No... I can see something of me (from 20 years ago) in him. Engineer (or is he
even a 'real' one given his degree?), male, mid-20s... I don't find his lack
of understanding exactly how "political" people and society actually are (and
predominantly so, to the detriment of capital T-truth) to be unexpected.
People can be, and tend to be, willfully manipulative, and it takes some life
experience to get a handle on that knowledge.

In my mid-20s, I was a government contractor working on a large DoD project.
Some impromptu hallway meeting with the bigwig PM running the whole thing led
me to going blahblah with him explaining how easy it might be to do something
he'd dreamt up the day before. I was just being an engineer who didn't
understand social systems very well.
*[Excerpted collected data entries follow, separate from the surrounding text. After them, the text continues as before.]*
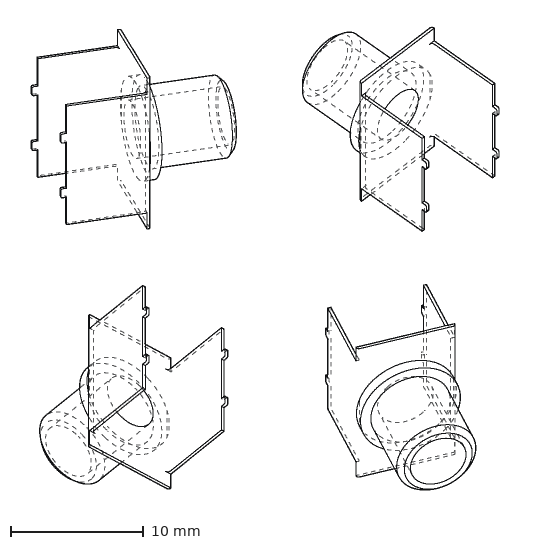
import cadquery as cq

total_length = 14.16
sheet = 0.25
bore_diameter = 4.45

plate_width = 7.9
plate_height = 13.0
wall_height = 10.22
outer_corner_radius = 0.2
inner_bend_radius = 0.25

tab_length = 0.45
tab_height = 0.78
tab_offset = 2.36
tab_corner_radius = 0.14

flange_diameter = 8.0
flange_thickness = 0.89
barrel_diameter = 6.35
barrel_length = 6.23
barrel_chamfer = 0.45

flange_start = sheet
barrel_start = flange_start + flange_thickness
wall_length = total_length - barrel_start - barrel_length - tab_length
wall_center = (plate_width - sheet) / 2


def cylinder_along_y(diameter, start, length):
    plane = cq.Workplane("XZ", origin=(0, start, 0))
    return plane.circle(diameter / 2).extrude(-length)


def make_plate():
    plate = cq.Workplane("XY").box(plate_width, sheet, plate_height, centered=(True, False, True))
    return plate.edges("|Z and >Y").fillet(outer_corner_radius)


def make_wall(side):
    """Side wall that reaches back from the plate; side is -1 or 1 along X."""
    wall = cq.Workplane("XY").box(sheet, wall_length, wall_height)
    return wall.translate((side * wall_center, -wall_length / 2, 0))


def make_bend(side):
    """Concave fillet between the plate and the inner face of a wall."""
    face_x = side * (plate_width / 2 - sheet)
    center_x = face_x - side * inner_bend_radius
    corner = cq.Workplane("XY").box(inner_bend_radius, inner_bend_radius, wall_height)
    corner = corner.translate((face_x - side * inner_bend_radius / 2, -inner_bend_radius / 2, 0))
    hollow = cq.Workplane("XY").cylinder(wall_height, inner_bend_radius)
    return corner.cut(hollow.translate((center_x, -inner_bend_radius, 0)))


def make_tab(side, level):
    """Rounded tab on the free edge of a wall, centered at height level."""
    tab = cq.Workplane("XY").box(sheet, tab_length, tab_height)
    tab = tab.edges("|X and <Y").fillet(tab_corner_radius)
    return tab.translate((side * wall_center, -wall_length - tab_length / 2, level))


part = make_plate()
for side in (-1, 1):
    part = part.union(make_wall(side)).union(make_bend(side))
    for level in (-tab_offset, tab_offset):
        part = part.union(make_tab(side, level))

barrel = cylinder_along_y(barrel_diameter, barrel_start, barrel_length)
barrel = barrel.faces(">Y").chamfer(barrel_chamfer)
part = part.union(cylinder_along_y(flange_diameter, flange_start, flange_thickness)).union(barrel)

result = part.cut(cylinder_along_y(bore_diameter, 0, barrel_start + barrel_length))
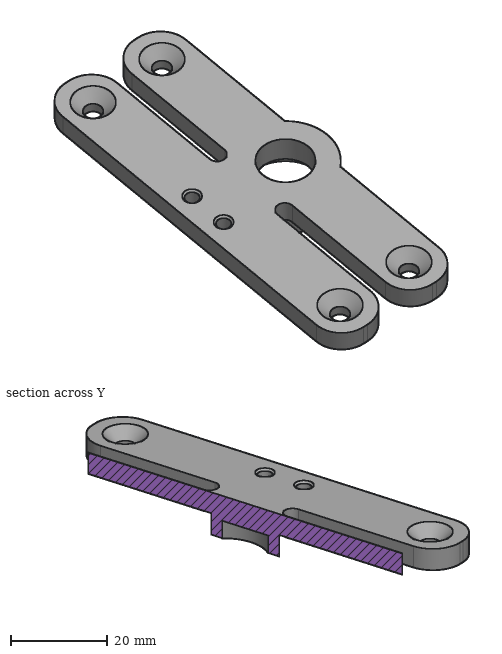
import cadquery as cq

length = 94.0
thickness = 5.0
arm_width = 14.9
arm_gap = 4.0
corner_radius = 7.0
arm_pitch = arm_width + arm_gap
slot_tip_x = 8.65

boss_diameter = 23.0
boss_drop = 5.0
bore_diameter = 12.5
pocket_diameter = 19.0
pocket_depth = 4.0

screw_inset = 8.0
screw_diameter = 4.2
sink_diameter = 9.5
sink_angle = 90

small_hole_x = 5.0
small_hole_inset = 5.1
small_hole_diameter = 3.2
small_hole_chamfer = 0.5

front_arm_y = -arm_pitch
front_edge_y = front_arm_y - arm_width / 2


def arm(center_y):
    return (
        cq.Workplane("XY")
        .center(0, center_y)
        .rect(length, arm_width)
        .extrude(thickness)
        .edges("|Z")
        .fillet(corner_radius)
    )


def bridge():
    """Block filling the gap between the arms, with a concave round at each end."""
    tip_radius = arm_gap / 2
    half_width = slot_tip_x + tip_radius
    block = (
        cq.Workplane("XY")
        .center(0, -arm_pitch / 2)
        .rect(2 * half_width, arm_gap)
        .extrude(thickness)
    )
    slot_ends = (
        cq.Workplane("XY")
        .pushPoints([(side * half_width, -arm_pitch / 2) for side in (-1, 1)])
        .circle(tip_radius)
        .extrude(thickness)
    )
    return block.cut(slot_ends)


def boss():
    return (
        cq.Workplane("XY")
        .workplane(offset=-boss_drop)
        .circle(boss_diameter / 2)
        .extrude(boss_drop + thickness)
    )


def bearing_pocket():
    return (
        cq.Workplane("XY")
        .workplane(offset=-boss_drop)
        .circle(pocket_diameter / 2)
        .extrude(pocket_depth)
    )


body = arm(0).union(arm(front_arm_y)).union(bridge()).union(boss())
body = body.cut(bearing_pocket())

top_plane = cq.Workplane("XY").workplane(offset=thickness)
through_depth = thickness + boss_drop
body = body.cut(top_plane.circle(bore_diameter / 2).extrude(-through_depth))

screw_x = length / 2 - screw_inset
screw_points = [(side * screw_x, y) for side in (-1, 1) for y in (0, front_arm_y)]
body = (
    body.copyWorkplane(top_plane)
    .pushPoints(screw_points)
    .cskHole(screw_diameter, sink_diameter, sink_angle)
)

small_hole_y = front_edge_y + small_hole_inset
small_hole_points = [(side * small_hole_x, small_hole_y) for side in (-1, 1)]
small_hole_mouth = small_hole_diameter + 2 * small_hole_chamfer
result = (
    body.copyWorkplane(top_plane)
    .pushPoints(small_hole_points)
    .cskHole(small_hole_diameter, small_hole_mouth, sink_angle)
)
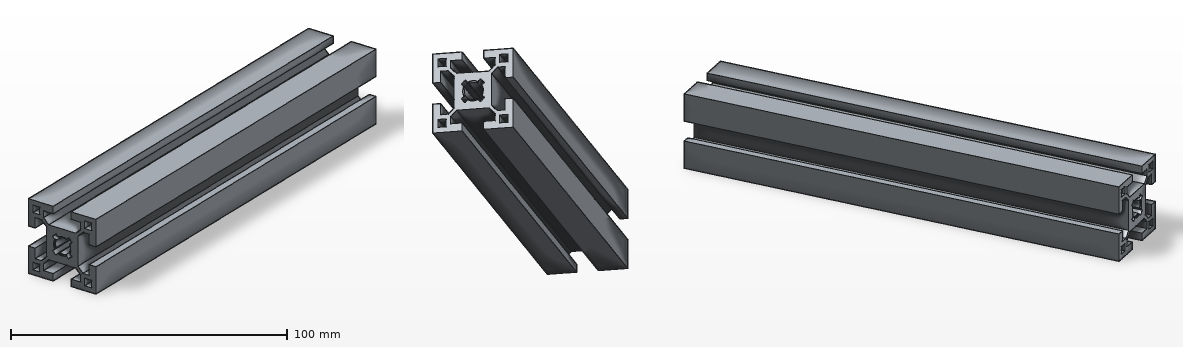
import cadquery as cq
import math

side = 30.0
length = 175.0
half_side = side / 2

slot_opening = 8.0
lip_thickness = 3.0
slot_inner_width = 16.5
half_inner_width = slot_inner_width / 2

core_side = 14.0
web_thickness = 1.4

corner_outer_wall = 2.0
corner_void_side = 3.0

bore_diameter = 6.6
groove_width = 2.0
groove_span = 10.0
counterbore_diameter = 7.6
counterbore_depth = 0.5

diagonal = 45


def section():
    """Workplane of the cross-section, halfway along the profile."""
    return cq.Workplane("XZ")


def prism(outline):
    """Extrude a closed cross-section over the full length, centred on Y."""
    return outline.extrude(length / 2, both=True)


def turned(body, angle):
    """Turn a body about the profile axis."""
    return body.rotate((0, 0, 0), (0, 1, 0), angle)


def around_axis(body):
    """Repeat a body at four quarter turns about the profile axis."""
    copies = body
    for angle in (90, 180, 270):
        copies = copies.union(turned(body, angle))
    return copies


def corner():
    """Corner block: a square tube carrying one slot lip along each outer side."""
    lip_edge = slot_opening / 2
    lip_inside = half_side - lip_thickness
    outline = [
        (half_side, half_side),
        (lip_edge, half_side),
        (lip_edge, lip_inside),
        (half_inner_width, lip_inside),
        (half_inner_width, half_inner_width),
        (lip_inside, half_inner_width),
        (lip_inside, lip_edge),
        (half_side, lip_edge),
    ]
    void_centre = half_side - corner_outer_wall - corner_void_side / 2
    block = prism(section().polyline(outline).close())
    void = prism(section().center(void_centre, void_centre).rect(corner_void_side, corner_void_side))
    return block.cut(void)


def web():
    """Diagonal web from the profile axis into the wall of the corner tube."""
    reach = half_inner_width * math.sqrt(2) + web_thickness / 2
    bar = prism(section().center(reach / 2, 0).rect(reach, web_thickness))
    return turned(bar, -diagonal)


def bore():
    """Central bore with a shallow counterbore at each end and flat-bottomed diagonal grooves."""
    hole = prism(section().circle(bore_diameter / 2))
    groove = prism(section().rect(groove_span, groove_width))
    for angle in (diagonal, -diagonal):
        hole = hole.union(turned(groove, angle))

    counterbore = section().circle(counterbore_diameter / 2).extrude(counterbore_depth)
    for offset in (-length / 2 + counterbore_depth, length / 2):
        hole = hole.union(counterbore.translate((0, offset, 0)))
    return hole


core = prism(section().rect(core_side, core_side))
result = core.union(around_axis(corner().union(web()))).cut(bore())

So a few hours later, I get sort of
chewed out by various PMs on our side as this 'idea' which was not in the
contract and not in scope was now in scope... Part of the learning experience
of how business actually works, and building things (hell, everything) is
secondary to profit. The actual engineering part is secondary to
organizational related bullshit - always.

Basically, I think engineers need more exposure to the humanities and stuff
like this might not happen. That is another essay entirely, explaining how
STEM subjects became excessively important since the 60s, to the detriment of
society. The stereotypical engineer does not understand social systems very
well, I certainly didn't. But at this point in my life, I think understanding
them is far more important than knowing a bunch of tech that will generally be
obsolete in a few years; understanding how insane Western society is in some
respects has become easy.

I didn't read all of his manifesto, it was tedious and I understand enough
social psych et al already... There is a balance that needs to struck and all
the ideologues on both sides don't care for things to be in balance.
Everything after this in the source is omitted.